According to the EPaxos paper, during recovery, the replica should adopt a superset of all known dependencies to ensure safety.
Attack Scenario
Setup: 3 replicas (R0, R1, R2), N=3, f=1
Timeline
```
T0: I1 = PUT(k, 1) committed on R0 and R1 via fast path
R2 has no knowledge of I1
T1: Client sends I2 = PUT(k, 2) to R2
R2 creates I2 with seq=1, deps=∅ (doesn't know about I1)
R2 sends PreAccept(I2) to R0 and R1
T2: Network behavior:
- PreAccept(I2) to R0: DROPPED
- PreAccept(I2) to R1: DELIVERED
R1 processes PreAccept(I2):
- Detects conflict with I1 (same key k)
- Sets I2: seq=2, deps={I1}
- Sends PreAcceptReply(seq=2, deps={I1}) to R2
Network: PreAcceptReply from R1 to R2: DROPPED
T3: R2 times out on I2, starts recovery
- R2's local view: I2 with seq=1, deps=∅
- startRecoveryForInstance initializes recoveryInst = {seq=1, deps=∅, count=1}
- R2 sends Prepare(I2) to R0 and R1
T4: Prepare replies:
- R0 replies: Status=NONE (no record of I2)
- R1 replies: Status=PREACCEPTED, seq=2, deps={I1}
T5: R2 processes PrepareReply from R1:
- preply.Seq (2) != inst.Seq (1) → condition fails
- preply.Status == PREACCEPTED (not PREACCEPTED_EQ)
-
- recoveryInst remains {seq=1, deps=∅}
T6: R2 has majority (2/3), proceeds with recovery
- Uses recoveryInst: seq=1, deps=∅
- Commits I2 with deps=∅ (missing dependency on I1!)
T7: All replicas eventually see:
- I1 committed: seq=1, deps=∅
- I2 committed: seq=1, deps=∅ (NO dependency on I1!)
```
State Divergence
```
Execution order depends on local arrival/tie-breaking:
Replica R0: Executes I1 then I2 → final k = 2
Replica R1: Executes I1 then I2 → final k = 2
Replica R2: Executes I2 then I1 → final k = 1
❌ SAFETY VIOLATION: R2 has different final state!
```
Test Case
```go
func TestLostDependencyOnRecoveryUnderAsymmetricPreAcceptLoss(t *testing.T)
```
Test Output:
```
=== RUN TestLostDependencyOnRecoveryUnderAsymmetricPreAcceptLoss
lost_dependency_...test.go:269: replica 0: lost dependency on I1 for I2; got Deps[I1]=-1, want 0
lost_dependency...test.go:269: replica 1: lost dependency on I1 for I2; got Deps[I1]=-1, want 0
lost_dependency...test.go:269: replica 2: lost dependency on I1 for I2; got Deps[I1]=-1, want 0
lost_dependency..._test.go:323: execution-order safety violation: final value for key 1 is 1, want 2 (values=[1 1 1])
--- FAIL: TestLostDependencyOnRecoveryUnderAsymmetricPreAcceptLoss (0.09s)
```
Trigger Conditions
- Cluster with N ≥ 3 replicas
- Two conflicting commands I1 and I2 on the same key
- Asymmetric message loss during PreAccept phase for I2
- One replica (R1) has a PREACCEPTED view of I2 with richer deps than the leader (R2)

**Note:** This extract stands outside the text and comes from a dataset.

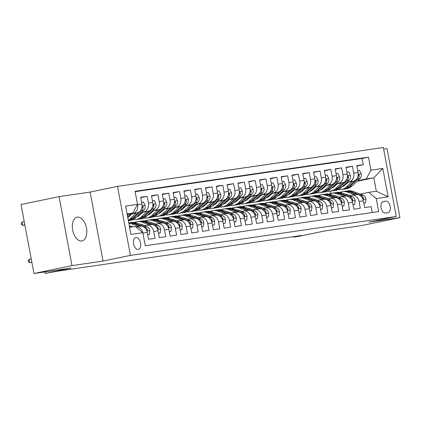 <?xml version="1.0" encoding="UTF-8"?>
<svg xmlns="http://www.w3.org/2000/svg" width="421" height="421" viewBox="0 0 421 421"><rect width="100%" height="100%" fill="white"/><g stroke="black" fill="none" stroke-linecap="round" stroke-linejoin="round"><path stroke-width="0.63" d="M81.806 240.996A12.146 6.983 78.3 0 0 82.037 240.954A12.146 6.983 78.3 0 0 86.447 227.845A12.146 6.983 78.3 0 0 77.338 217.131A12.146 6.983 78.3 0 0 77.101 217.168A12.146 6.983 78.3 0 0 72.691 230.276A12.146 6.983 78.3 0 0 81.806 240.996M138.188 249.464A6.073 3.489 78.3 0 0 138.309 249.442A6.073 3.489 78.3 0 0 140.514 242.885A6.073 3.489 78.3 0 0 135.957 237.528A6.073 3.489 78.3 0 0 135.841 237.549A6.073 3.489 78.3 0 0 133.636 244.101A6.073 3.489 78.3 0 0 138.188 249.464M59.066 196.623L21.05 204.511L33.964 273.508L71.98 265.614L103.045 261.067L130.415 255.389L117.506 186.392L90.136 192.076L59.066 196.623L71.98 265.614M130.415 255.389L396.256 216.489L383.342 147.492L117.506 186.392M396.256 216.489L368.88 222.172L399.95 217.625L387.036 148.629L383.647 149.123M399.95 217.625L361.934 225.514L324.923 230.929L299.073 236.297L293.669 237.086L301.273 235.507L58.13 271.087L45.121 273.455L70.975 268.088L33.964 273.508M144.166 239.881L142.919 233.071L147.245 232.434A7.594 6.21 -98.3 0 0 140.061 226.188L135.741 226.819A7.594 6.21 81.7 0 1 135.741 226.819A7.594 6.21 81.7 0 1 142.919 233.071M147.245 232.434L148.518 239.244L155.002 238.291L153.728 231.487L158.049 230.855A7.594 6.21 -98.3 0 0 150.865 224.603L146.545 225.24A7.594 6.21 81.7 0 1 153.728 231.487M158.049 230.855L159.322 237.66L165.806 236.713L164.532 229.908L168.858 229.271A7.594 6.21 -98.3 0 0 161.675 223.025L157.349 223.656A7.594 6.21 81.7 0 1 164.532 229.908M168.858 229.271L170.131 236.081L176.615 235.129L175.341 228.324L179.662 227.693A7.594 6.21 -98.3 0 0 172.478 221.441L168.158 222.077A7.594 6.21 81.7 0 1 175.341 228.324M179.662 227.693L180.935 234.497L187.419 233.55L186.145 226.745L190.466 226.109A7.594 6.21 -98.3 0 0 183.288 219.862L178.962 220.493A7.594 6.21 81.7 0 1 186.145 226.745M190.466 226.109L191.744 232.918L198.228 231.971L196.954 225.161L201.275 224.53A7.594 6.21 -98.3 0 0 194.092 218.278L189.771 218.915A7.594 6.21 81.7 0 1 196.954 225.161M201.275 224.53L202.548 231.334L209.032 230.387L207.758 223.583L212.079 222.946A7.594 6.21 -98.3 0 0 204.901 216.699L200.575 217.331A7.594 6.21 81.7 0 1 207.758 223.583M212.079 222.946L213.352 229.755L219.841 228.808L218.562 221.999L222.888 221.367A7.594 6.21 -98.3 0 0 215.705 215.12L211.384 215.752A7.594 6.21 81.7 0 1 218.562 221.999M222.888 221.367L224.161 228.171L230.645 227.224L229.371 220.42L233.692 219.788A7.594 6.21 -98.3 0 0 226.514 213.536L222.188 214.168A7.594 6.21 81.7 0 1 229.371 220.42M233.692 219.788L234.965 226.593L241.449 225.645L240.175 218.836L244.501 218.204A7.594 6.21 -98.3 0 0 237.318 211.958L232.997 212.589A7.594 6.21 81.7 0 1 240.175 218.836M244.501 218.204L245.775 225.009L252.258 224.061L250.984 217.257L255.305 216.626A7.594 6.21 -98.3 0 0 248.127 210.374L243.801 211.005A7.594 6.21 81.7 0 1 250.984 217.257M255.305 216.626L256.578 223.43L263.062 222.483L261.788 215.673L266.114 215.042A7.594 6.21 -98.3 0 0 258.931 208.795L254.61 209.426A7.594 6.21 81.7 0 1 261.788 215.673M266.114 215.042L267.388 221.846L273.871 220.899L272.598 214.094L276.918 213.463A7.594 6.21 -98.3 0 0 269.735 207.211L265.414 207.842A7.594 6.21 81.7 0 1 272.598 214.094M276.918 213.463L278.192 220.267L284.675 219.32L283.401 212.51L287.727 211.879A7.594 6.21 -98.3 0 0 280.544 205.632L276.223 206.264A7.594 6.21 81.7 0 1 283.401 212.51M287.727 211.879L289.001 218.683L295.484 217.736L294.211 210.932L298.531 210.3A7.594 6.21 -98.3 0 0 291.348 204.048L287.027 204.68A7.594 6.21 81.7 0 1 294.211 210.932M298.531 210.3L299.805 217.104L306.288 216.157L305.014 209.348L309.34 208.716A7.594 6.21 -98.3 0 0 302.157 202.469L297.831 203.101A7.594 6.21 81.7 0 1 305.014 209.348M309.34 208.716L310.614 215.526L317.097 214.573L315.824 207.769L320.144 207.137A7.594 6.21 -98.3 0 0 312.961 200.885L308.64 201.517A7.594 6.21 81.7 0 1 315.824 207.769M320.144 207.137L321.418 213.942L327.901 212.994L326.628 206.185L330.948 205.553A7.594 6.21 -98.3 0 0 323.77 199.307L319.444 199.938A7.594 6.21 81.7 0 1 326.628 206.185M330.948 205.553L332.222 212.363L338.71 211.41L337.437 204.606L341.757 203.975A7.594 6.21 -98.3 0 0 334.574 197.723L330.253 198.354A7.594 6.21 81.7 0 1 337.437 204.606M341.757 203.975L343.031 210.779L349.514 209.832L348.241 203.022L352.561 202.39A7.594 6.21 -98.3 0 0 345.383 196.144L341.057 196.775A7.594 6.21 81.7 0 1 348.241 203.022M352.561 202.39L353.835 209.2L360.318 208.248L359.045 201.443A7.594 6.21 -98.3 0 0 351.867 195.191A7.594 6.21 -98.3 0 0 351.567 195.244L349.541 195.665M346.557 182.603L353.377 181.188A7.594 6.21 -98.3 0 0 358.066 172.468L356.792 165.658L363.276 164.711L356.861 166.042M346.925 182.261L349.056 181.819A7.594 6.21 -98.3 0 0 353.74 173.099L352.466 166.295L346.057 167.621M352.466 166.295L345.983 167.242L347.257 174.047A7.594 6.21 -98.3 0 1 342.573 182.767L335.753 184.182M324.949 185.766L331.764 184.351A7.594 6.21 -98.3 0 0 336.453 175.631L335.179 168.821L341.663 167.874L335.248 169.205M314.14 187.345L320.96 185.929A7.594 6.21 -98.3 0 0 325.643 177.209L324.37 170.405L330.853 169.452L324.444 170.784M303.336 188.929L310.151 187.513A7.594 6.21 -98.3 0 0 314.84 178.793L313.566 171.984L320.049 171.037L313.64 172.368M292.527 190.508L299.347 189.092A7.594 6.21 -98.3 0 0 304.036 180.372L302.762 173.568L309.246 172.615L302.831 173.947M281.723 192.092L288.543 190.676A7.594 6.21 -98.3 0 0 293.227 181.956L291.953 175.147L298.436 174.199L292.027 175.531M270.913 193.671L277.734 192.255A7.594 6.21 -98.3 0 0 282.423 183.535L281.149 176.731L287.632 175.778L281.217 177.109M260.11 195.255L266.93 193.839A7.594 6.21 -98.3 0 0 271.613 185.119L270.34 178.309L276.823 177.362L270.414 178.693M249.3 196.833L256.121 195.418A7.594 6.21 -98.3 0 0 260.81 186.698L259.536 179.893L266.019 178.941L259.604 180.272M238.496 198.417L245.317 197.002A7.594 6.21 -98.3 0 0 250 188.276L248.727 181.472L255.21 180.525L248.8 181.856M227.687 199.996L234.508 198.58A7.594 6.21 -98.3 0 0 239.196 189.86L237.923 183.056L244.406 182.104L237.991 183.435M216.883 201.58L223.704 200.164A7.594 6.21 -98.3 0 0 228.387 191.439L227.114 184.635L233.597 183.688L227.187 185.019M206.08 203.159L212.894 201.743A7.594 6.21 -98.3 0 0 217.583 193.023L216.31 186.219L222.793 185.266L216.378 186.598M195.27 204.743L202.091 203.327A7.594 6.21 -98.3 0 0 206.774 194.602L205.501 187.798L211.984 186.85L205.574 188.182M184.466 206.322L191.281 204.906A7.594 6.21 -98.3 0 0 195.97 196.186L194.697 189.382L201.18 188.429L194.765 189.76M173.657 207.906L180.477 206.49A7.594 6.21 -98.3 0 0 185.166 197.765L183.888 190.96L190.376 190.013L183.961 191.345M162.853 209.484L169.668 208.069A7.594 6.21 -98.3 0 0 174.357 199.349L173.084 192.539L179.567 191.592L173.157 192.923M152.044 211.068L158.864 209.653A7.594 6.21 -98.3 0 0 163.553 200.928L162.28 194.123L168.763 193.176L162.348 194.507M141.24 212.647L148.06 211.231A7.594 6.21 -98.3 0 0 152.744 202.512L151.471 195.702L157.954 194.755L151.544 196.086M130.431 214.226L137.251 212.815A7.594 6.21 -98.3 0 0 141.94 204.09L140.667 197.286L147.15 196.339L140.735 197.67M146.545 225.24A7.594 6.21 81.7 0 0 146.25 225.293L144.219 225.714M157.349 223.656A7.594 6.21 81.7 0 0 157.054 223.709L155.028 224.13M168.158 222.077A7.594 6.21 81.7 0 0 167.863 222.13L165.832 222.551M178.962 220.493A7.594 6.21 81.7 0 0 178.667 220.546L176.641 220.967M189.771 218.915A7.594 6.21 81.7 0 0 189.471 218.967L187.445 219.388M200.575 217.331A7.594 6.21 81.7 0 0 200.28 217.383L198.254 217.804M211.384 215.752A7.594 6.21 81.7 0 0 211.084 215.805L209.058 216.226M222.188 214.168A7.594 6.21 81.7 0 0 221.893 214.221L219.867 214.642M232.997 212.589A7.594 6.21 81.7 0 0 232.697 212.642L230.671 213.063M243.801 211.005A7.594 6.21 81.7 0 0 243.506 211.058L241.475 211.479M254.61 209.426A7.594 6.21 81.7 0 0 254.31 209.479L252.284 209.9M265.414 207.842A7.594 6.21 81.7 0 0 265.119 207.895L263.088 208.316M276.223 206.264A7.594 6.21 81.7 0 0 275.923 206.316L273.897 206.737M287.027 204.68A7.594 6.21 81.7 0 0 286.733 204.732L284.701 205.153M297.831 203.101A7.594 6.21 81.7 0 0 297.536 203.154L295.51 203.575M308.64 201.517A7.594 6.21 81.7 0 0 308.346 201.57L306.314 201.991M319.444 199.938A7.594 6.21 81.7 0 0 319.15 199.991L317.124 200.412M330.253 198.354A7.594 6.21 81.7 0 0 329.953 198.407L327.927 198.828M341.057 196.775A7.594 6.21 81.7 0 0 340.763 196.828L338.737 197.249M385.725 201.17L383.347 201.517A5.883 3.384 78.3 0 0 383.236 201.538A5.883 3.384 78.3 0 0 381.1 207.89A5.883 3.384 78.3 0 0 385.51 213.079L387.888 212.731A5.883 3.384 78.3 0 0 388.004 212.71A5.883 3.384 78.3 0 0 390.141 206.364A5.883 3.384 78.3 0 0 385.725 201.17L382.531 201.833M129.61 227.335L135.346 226.493L142.824 232.692L145.266 245.743L378.684 211.589L376.242 198.538L368.759 192.339L360.344 194.086M142.824 232.692L130.936 234.434L125.632 206.085L137.52 204.348L135.078 191.292L368.491 157.138L370.938 170.195L382.821 168.453L388.125 196.796L376.242 198.538M130.799 213.889L137.251 212.815M129.521 215.078L130.978 214.778M129.884 214.736L131.341 214.436M141.603 212.305L148.06 211.231M140.325 213.5L141.782 213.194M140.693 213.158L142.151 212.852M152.413 210.726L158.864 209.653M151.134 211.916L152.591 211.616M151.497 211.579L152.955 211.274M163.216 209.142L169.668 208.069M161.938 210.337L163.395 210.032M162.306 209.995L163.764 209.695M174.026 207.564L180.477 206.49M172.747 208.753L174.205 208.453M173.11 208.416L174.568 208.111M184.83 205.98L191.281 204.906M183.551 207.174L185.008 206.869M183.914 206.832L185.377 206.532M195.639 204.401L202.091 203.327M194.355 205.59L195.818 205.29M194.723 205.253L196.181 204.948M206.443 202.817L212.894 201.743M205.164 204.011L206.622 203.706M205.527 203.669L206.99 203.369M217.247 201.238L223.704 200.164M215.968 202.427L217.431 202.127M216.336 202.091L217.794 201.785M228.056 199.654L234.508 198.58M226.777 200.849L228.235 200.543M227.14 200.507L228.598 200.207M238.86 198.075L245.317 197.002M237.581 199.265L239.039 198.965M237.949 198.928L239.407 198.623M249.669 196.496L256.121 195.418M248.39 197.686L249.848 197.381M248.753 197.344L250.211 197.044M260.473 194.912L266.93 193.839M259.194 196.102L260.652 195.802M259.562 195.765L261.02 195.46M271.282 193.334L277.734 192.255M270.003 194.523L271.461 194.218M270.366 194.181L271.824 193.881M282.086 191.75L288.543 190.676M280.807 192.939L282.265 192.639M281.175 192.602L282.633 192.297M292.895 190.171L299.347 189.092M291.616 191.36L293.074 191.055M291.979 191.018L293.437 190.718M303.699 188.587L310.151 187.513M302.42 189.776L303.878 189.476M302.783 189.439L304.246 189.134M314.508 187.008L320.96 185.929M313.224 188.198L314.687 187.898M313.592 187.855L315.05 187.555M325.312 185.424L331.764 184.351M324.033 186.619L325.491 186.314M324.396 186.277L325.859 185.971M336.116 183.845L342.573 182.767M335.205 184.693L336.663 184.393M334.837 185.035L336.3 184.735M363.276 164.711L362.107 158.464L135.146 191.676M136.341 197.917L137.614 204.722A7.594 6.21 81.7 0 1 132.931 213.447M147.15 196.339L148.424 203.143A7.594 6.21 81.7 0 1 143.735 211.863M157.954 194.755L159.227 201.564A7.594 6.21 81.7 0 1 154.544 210.284M168.763 193.176L170.037 199.98A7.594 6.21 81.7 0 1 165.348 208.7M179.567 191.592L180.841 198.402A7.594 6.21 81.7 0 1 176.157 207.121M190.376 190.013L191.65 196.817A7.594 6.21 81.7 0 1 186.961 205.537M201.18 188.429L202.454 195.239A7.594 6.21 81.7 0 1 197.765 203.959M211.984 186.85L213.258 193.655A7.594 6.21 81.7 0 1 208.574 202.375M222.793 185.266L224.067 192.076A7.594 6.21 81.7 0 1 219.378 200.796M233.597 183.688L234.871 190.492A7.594 6.21 81.7 0 1 230.187 199.212M244.406 182.104L245.68 188.913A7.594 6.21 81.7 0 1 240.991 197.633M255.21 180.525L256.484 187.329A7.594 6.21 81.7 0 1 251.8 196.049M266.019 178.941L267.293 185.75A7.594 6.21 81.7 0 1 262.604 194.47M276.823 177.362L278.097 184.166A7.594 6.21 81.7 0 1 273.413 192.892M287.632 175.778L288.906 182.588A7.594 6.21 81.7 0 1 284.217 191.308M298.436 174.199L299.71 181.004A7.594 6.21 81.7 0 1 295.026 189.729M309.246 172.615L310.519 179.425A7.594 6.21 81.7 0 1 305.83 188.145M320.049 171.037L321.323 177.841A7.594 6.21 81.7 0 1 316.639 186.566M330.853 169.452L332.132 176.262A7.594 6.21 81.7 0 1 327.443 184.982M341.663 167.874L342.936 174.678A7.594 6.21 81.7 0 1 338.247 183.403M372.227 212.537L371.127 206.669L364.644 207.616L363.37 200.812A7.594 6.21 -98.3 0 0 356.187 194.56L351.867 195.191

- R2 initiates recovery and receives conflicting PREACCEPTED states
- R1's richer deps are discarded because they don't match R2's local view
Impact
- Different replicas may execute conflicting commands in different orders
- State machines diverge permanently
- Violates the fundamental EPaxos guarantee of consistent execution order
- This is a data corruption bug in production systems
Notes
This bug is distinct from Issue #27 (handleCommit not protecting EXECUTED instances) and Issue #28 (non-durable PreAccept). It specifically affects the recovery path when processing PrepareReply messages with conflicting PREACCEPTED states.
The EPaxos paper requires that during recovery, the recovering replica must adopt metadata that is a superset of all known information. The current implementation violates this requirement by ignoring PREACCEPTED replies with different (potentially richer) Seq/Deps values.